Manevi ve Metabolik detoks, Ramazan…

Ramazan ayı , sofralara daha fazla özen gösterilen ve yemek çeşidinin bol olduğu bereketin arttığı ruhumuzu, nefsimizi, metabolizmamızı bir nevi detoksa aldığımız bir dönemdir.

Geçen yıl olduğu gibi bu sene ve takip eden yaklaşık 3 sene boyunca çok sıcak ve uzun günler de oruçlu olacağız. Dolayısı ile beslenme şeklinizi çok fazla hafife almamalı yeterli ve dengeli olmasına dikkat etmeliyiz.

Sahur- iftar derken ortaya zengin menüler çıkar.
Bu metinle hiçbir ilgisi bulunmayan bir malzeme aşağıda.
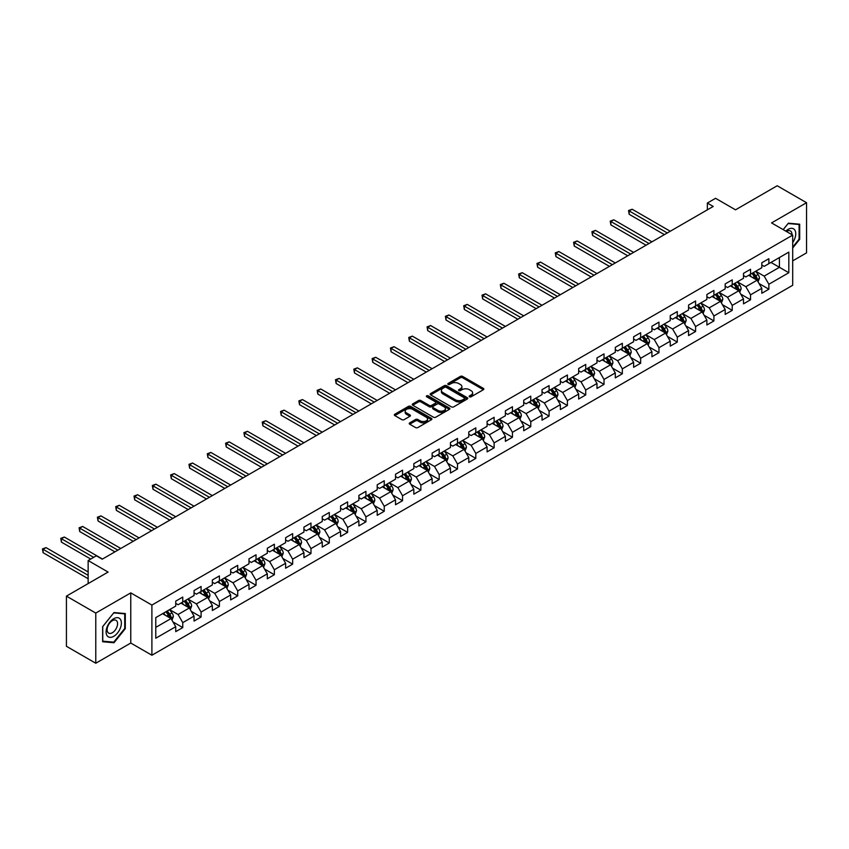 <?xml version="1.0" encoding="UTF-8"?>
<svg xmlns="http://www.w3.org/2000/svg" width="849" height="849" viewBox="0 0 849 849"><rect width="100%" height="100%" fill="white"/><g stroke="black" fill="none" stroke-linecap="round" stroke-linejoin="round"><path stroke-width="1.27" d="M469.508 396.791A1.136 0.658 0 0 0 471.121 396.791L483.368 389.723A1.634 0.945 0 0 0 483.845 389.065A1.634 0.945 0 0 0 483.368 388.396L462.631 376.415A1.634 0.945 0 0 0 460.317 376.415L448.081 383.493A1.136 0.658 0 0 0 449.694 384.417L451.275 383.504A5.211 3.014 0 0 1 458.651 383.504L460.381 384.501A5.211 3.014 0 0 1 461.909 386.635A5.211 3.014 0 0 1 460.381 388.757L458.789 389.68A1.136 0.658 0 0 0 460.402 390.604L461.994 389.691A5.211 3.014 0 0 1 469.37 389.691L471.099 390.689A5.211 3.014 0 0 1 472.628 392.822A5.211 3.014 0 0 1 471.099 394.955L469.508 395.867A1.136 0.658 0 0 0 469.508 396.791L469.508 395.867M409.727 422.866A1.634 0.945 0 0 0 409.25 423.524A1.634 0.945 0 0 0 409.727 424.192L415.554 427.556A1.634 0.945 0 0 0 417.857 427.556L431.451 419.703A1.634 0.945 0 0 0 431.929 419.035A1.634 0.945 0 0 0 431.451 418.366L410.714 406.395A1.634 0.945 0 0 0 408.401 406.395L394.806 414.248A1.634 0.945 0 0 0 394.329 414.906A1.634 0.945 0 0 0 394.806 415.575L401.832 419.629A1.634 0.945 0 0 0 404.145 419.629L409.961 416.275A1.634 0.945 0 0 0 410.438 415.607A1.634 0.945 0 0 0 409.961 414.938L406.469 412.932A4.362 2.515 0 0 1 405.196 411.149A4.362 2.515 0 0 1 407.891 408.825A4.362 2.515 0 0 1 412.635 409.367L426.294 417.252A4.362 2.515 0 0 1 427.578 419.035A4.362 2.515 0 0 1 424.882 421.359A4.362 2.515 0 0 1 420.128 420.817L417.857 419.502A1.634 0.945 0 0 0 415.554 419.502L409.727 422.866L409.727 424.192L415.554 420.86L415.554 419.502M792.701 260.866L806.55 252.875L806.55 202.709L777.196 185.761L735.521 209.83L715.558 198.305L707.344 203.049L713.213 206.445L102.23 559.183L96.361 555.798L88.147 560.542L88.147 583.592M95.778 613.074L95.778 663.239L130.767 643.033L130.767 592.878L95.778 613.074L66.424 596.125L108.099 572.067L88.147 560.542M130.767 592.878L151.897 605.072L792.701 235.109L792.701 285.275L151.897 655.237L151.897 605.072M806.55 202.709L771.561 222.916L792.701 235.109M451.392 406.862A1.634 0.945 0 0 0 453.695 406.862L467.29 399.009A1.634 0.945 0 0 0 467.767 398.34A1.634 0.945 0 0 0 467.29 397.682L446.553 385.701A1.634 0.945 0 0 0 444.239 385.701L430.645 393.554A1.634 0.945 0 0 0 430.167 394.223A1.634 0.945 0 0 0 430.645 394.881L451.392 406.862M427.121 397.045A1.136 0.658 0 0 1 428.289 397.205L428.289 395.846L449.376 408.019A1.634 0.945 0 0 1 449.853 408.687A1.634 0.945 0 0 1 449.376 409.356L435.77 417.209A1.634 0.945 0 0 1 433.468 417.209L412.731 405.228L412.731 403.901A1.634 0.945 0 0 0 412.253 404.559A1.634 0.945 0 0 0 412.731 405.228M412.731 403.901L418.546 400.537A1.634 0.945 0 0 1 420.849 400.537L429.265 405.398A1.634 0.945 0 0 0 431.568 405.398L435.431 403.169A1.634 0.945 0 0 0 435.908 402.5A1.634 0.945 0 0 0 435.431 401.832L426.665 396.78A1.136 0.658 0 0 1 428.289 395.846M95.778 663.239L66.424 646.291L66.424 596.125M172.973 621.924L182.768 627.581L182.768 622.635L194.05 616.119L194.05 621.075L201.086 617.011L201.086 612.055L212.356 605.549L212.356 610.495L219.403 606.43L219.403 601.485L230.673 594.979L230.673 599.925L237.72 595.86L237.72 590.904L248.99 584.399L248.99 589.355L256.037 585.279L256.037 580.334L267.308 573.828L267.308 578.774L274.354 574.709L274.354 569.764L285.625 563.258L285.625 568.204L292.661 564.139L292.661 559.183L303.931 552.678L303.931 557.623L310.978 553.559L310.978 548.613L322.249 542.108L322.249 547.053L329.295 542.989L329.295 538.033L340.566 531.527L340.566 536.483L347.612 532.408L347.612 527.462L358.883 520.957L358.883 525.902L365.93 521.838L365.93 516.892L377.2 510.387L377.2 515.332L384.247 511.268L384.247 506.312L395.517 499.806L395.517 504.752L402.553 500.687L402.553 495.742L413.824 489.236L413.824 494.182L420.871 490.117L420.871 485.172L432.141 478.656L432.141 483.612L439.188 479.536L439.188 474.591L450.458 468.086L450.458 473.031L457.505 468.966L457.505 464.021L468.775 457.515L468.775 462.461L475.822 458.396L475.822 453.44L487.093 446.935L487.093 451.88L494.129 447.816L494.129 442.87L505.399 436.365L505.399 441.31L512.446 437.246L512.446 432.3L523.716 425.784L523.716 430.74L530.763 426.665L530.763 421.72L542.033 415.214L542.033 420.159L549.08 416.095L549.08 411.149L560.351 404.644L560.351 409.589L567.397 405.525L567.397 400.569L578.668 394.063L578.668 399.009L585.714 394.944L585.714 389.999L596.985 383.493L596.985 388.439L604.021 384.374L604.021 379.429L615.292 372.913L615.292 377.869L622.338 373.793L622.338 368.848L633.609 362.343L633.609 367.288L640.655 363.223L640.655 358.278L651.926 351.773L651.926 356.718L658.973 352.653L658.973 347.697L670.243 341.192L670.243 346.137L677.29 342.073L677.29 337.127L688.56 330.622L688.56 335.567L695.596 331.503L695.596 326.557L706.877 320.041L706.877 324.997L713.913 320.922L713.913 315.977L725.184 309.471L725.184 314.417L732.231 310.352L732.231 305.407L743.501 298.901L743.501 303.846L750.548 299.782L750.548 294.826L761.818 288.32L761.818 293.276L768.865 289.201L768.865 284.256L788.817 272.731L788.817 252.121L779.424 257.544L779.424 267.308L788.817 272.731M182.768 627.581L175.732 631.645L175.732 626.7L155.77 638.225L155.77 617.616L175.732 606.09L175.732 601.145L182.768 597.08L182.768 602.026L194.05 595.52L194.05 590.564L201.086 586.5L201.086 591.456L212.356 584.94L212.356 579.994L219.403 575.93L219.403 580.875L230.673 574.37L230.673 569.424L237.72 565.349L237.72 570.305L248.99 563.8L248.99 558.844L256.037 554.779L256.037 559.724L267.308 553.219L267.308 548.274L274.354 544.209L274.354 549.154L285.625 542.649L285.625 537.704L292.661 533.628L292.661 538.584L303.931 532.068L303.931 527.123L310.978 523.058L310.978 528.004L322.249 521.498L322.249 516.553L329.295 512.478L329.295 517.434L340.566 510.928L340.566 505.972L347.612 501.908L347.612 506.853L358.883 500.348L358.883 495.402L365.93 491.338L365.93 496.283L377.2 489.777L377.2 484.832L384.247 480.757L384.247 485.713L395.517 479.197L395.517 474.251L402.553 470.187L402.553 475.132L413.824 468.627L413.824 463.681L420.871 459.617L420.871 464.562L432.141 458.057L432.141 453.101L439.188 449.036L439.188 453.982L450.458 447.476L450.458 442.531L457.505 438.466L457.505 443.411L468.775 436.906L468.775 431.961L475.822 427.885L475.822 432.841L487.093 426.325L487.093 421.38L494.129 417.315L494.129 422.261L505.399 415.755L505.399 410.81L512.446 406.745L512.446 411.691L523.716 405.185L523.716 400.229L530.763 396.165L530.763 401.11L542.033 394.605L542.033 389.659L549.08 385.595L549.08 390.54L560.351 384.035L560.351 379.089L567.397 375.014L567.397 379.97L578.668 373.454L578.668 368.508L585.714 364.444L585.714 369.389L596.985 362.884L596.985 357.938L604.021 353.874L604.021 358.819L615.292 352.314L615.292 347.358L622.338 343.293L622.338 348.239L633.609 341.733L633.609 336.788L640.655 332.723L640.655 337.669L651.926 331.163L651.926 326.218L658.973 322.142L658.973 327.098L670.243 320.582L670.243 315.637L677.29 311.572L677.29 316.518L688.56 310.012L688.56 305.067L695.596 301.002L695.596 305.948L706.877 299.442L706.877 294.486L713.913 290.422L713.913 295.367L725.184 288.862L725.184 283.916L732.231 279.852L732.231 284.797L743.501 278.292L743.501 273.346L750.548 269.271L750.548 274.227L761.818 267.722L761.818 262.765L768.865 258.701L768.865 263.646L788.817 252.121M180.89 603.108L189.348 607.99L178.078 614.496L169.62 609.614M175.732 603.384L178.078 604.732L182.768 602.026M178.078 614.496L182.768 622.635M189.348 607.99L194.05 616.119M199.207 592.538L207.665 597.42L196.395 603.926L187.937 599.044M194.05 592.804L196.395 594.162L201.086 591.456M196.395 603.926L201.086 612.055M207.665 597.42L212.356 605.549M217.524 581.958L225.983 586.839L214.712 593.345L206.254 588.474M212.356 582.234L214.712 583.592L219.403 580.875M214.712 593.345L219.403 601.485M225.983 586.839L230.673 594.979M235.842 571.388L244.289 576.269L233.019 582.775L224.571 577.893M230.673 571.653L233.019 573.011L237.72 570.305M233.019 582.775L237.72 590.904M244.289 576.269L248.99 584.399M254.159 560.818L262.606 565.689L251.336 572.205L242.888 567.323M248.99 561.083L251.336 562.441L256.037 559.724M251.336 572.205L256.037 580.334M262.606 565.689L267.308 573.828M272.476 550.237L280.923 555.119L269.653 561.624L261.205 556.742M267.308 550.513L269.653 551.861L274.354 549.154M269.653 561.624L274.354 569.764M280.923 555.119L285.625 563.258M290.783 539.667L299.241 544.549L287.97 551.054L279.512 546.172M285.625 539.932L287.97 541.291L292.661 538.584M287.97 551.054L292.661 559.183M299.241 544.549L303.931 552.678M309.1 529.086L317.558 533.968L306.287 540.473L297.829 535.602M303.931 529.362L306.287 530.721L310.978 528.004M306.287 540.473L310.978 548.613M317.558 533.968L322.249 542.108M327.417 518.516L335.875 523.398L324.605 529.903L316.146 525.022M322.249 518.792L324.605 520.14L329.295 517.434M324.605 529.903L329.295 538.033M335.875 523.398L340.566 531.527M345.734 507.946L354.182 512.817L342.911 519.333L334.464 514.452M340.566 508.211L342.911 509.57L347.612 506.853M342.911 519.333L347.612 527.462M354.182 512.817L358.883 520.957M364.051 497.365L372.499 502.247L361.228 508.753L352.781 503.871M358.883 497.641L361.228 498.989L365.93 496.283M361.228 508.753L365.93 516.892M372.499 502.247L377.2 510.387M382.358 486.795L390.816 491.677L379.545 498.183L371.087 493.301M377.2 487.061L379.545 488.419L384.247 485.713M379.545 498.183L384.247 506.312M390.816 491.677L395.517 499.806M400.675 476.215L409.133 481.096L397.863 487.602L389.404 482.731M395.517 476.491L397.863 477.849L402.553 475.132M397.863 487.602L402.553 495.742M409.133 481.096L413.824 489.236M418.992 465.645L427.45 470.526L416.18 477.032L407.722 472.15M413.824 465.921L416.18 467.268L420.871 464.562M416.18 477.032L420.871 485.172M427.45 470.526L432.141 478.656M437.309 455.075L445.767 459.946L434.486 466.462L426.039 461.58M432.141 455.34L434.486 456.698L439.188 453.982M434.486 466.462L439.188 474.591M445.767 459.946L450.458 468.086M455.626 444.494L464.074 449.376L452.804 455.881L444.356 450.999M450.458 444.77L452.804 446.118L457.505 443.411M452.804 455.881L457.505 464.021M464.074 449.376L468.775 457.515M473.944 433.924L482.391 438.806L471.121 445.311L462.673 440.429M468.775 434.189L471.121 435.548L475.822 432.841M471.121 445.311L475.822 453.44M482.391 438.806L487.093 446.935M492.25 423.343L500.708 428.225L489.438 434.73L480.98 429.859M487.093 423.619L489.438 424.978L494.129 422.261M489.438 434.73L494.129 442.87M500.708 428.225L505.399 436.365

Bu nedenle Ramazan ile beraber beslenme alışkanlıklarımız da değişmeler olabilir. Bu dönemde beslenme açısından dikkat edilecek en önemli nokta kişinin vücut dengesini koruması olacaktır. Bunu sağlayabilmek için de yeterli ve dengeli beslenmenin basit kurallarına dikkat edilmesi yeterli olacaktır.

İlk olarak öğün sayısı en az 3 olmasına dikkat edilmeli. Bununla beraber her öğünde dört temel besin grubundan tüketilmeye çalışılmalıdır.

et/tavuk/balık grubu,
süt/yoğurt grubu,
sebze-meyve grubu
tahıl grubu günlük olarak makul miktarlarda tüketilmelidir.

Bunlara dikkat edilmediği takdirde sindirim problemleri, tansiyon dengesizliği, kan şekeri parametrelerinde bozulmalar,kolesterol parametrelerinde bozulmalar ve bunun gibi benzeri sağlık sorunları oluşabilir.

Öğün sayısının bir olması durumunda ise (sadece iftar) vücudun ihtiyaçlarının yeterince karşılanamamasına bu da gün içinde yorgunluk, konsantrasyon azalması, kan şekerinin düşmesi, iş performansının azalması, uyku hali gibi semptomlarla karşılaşmamıza çıkması kaçınılmaz olur.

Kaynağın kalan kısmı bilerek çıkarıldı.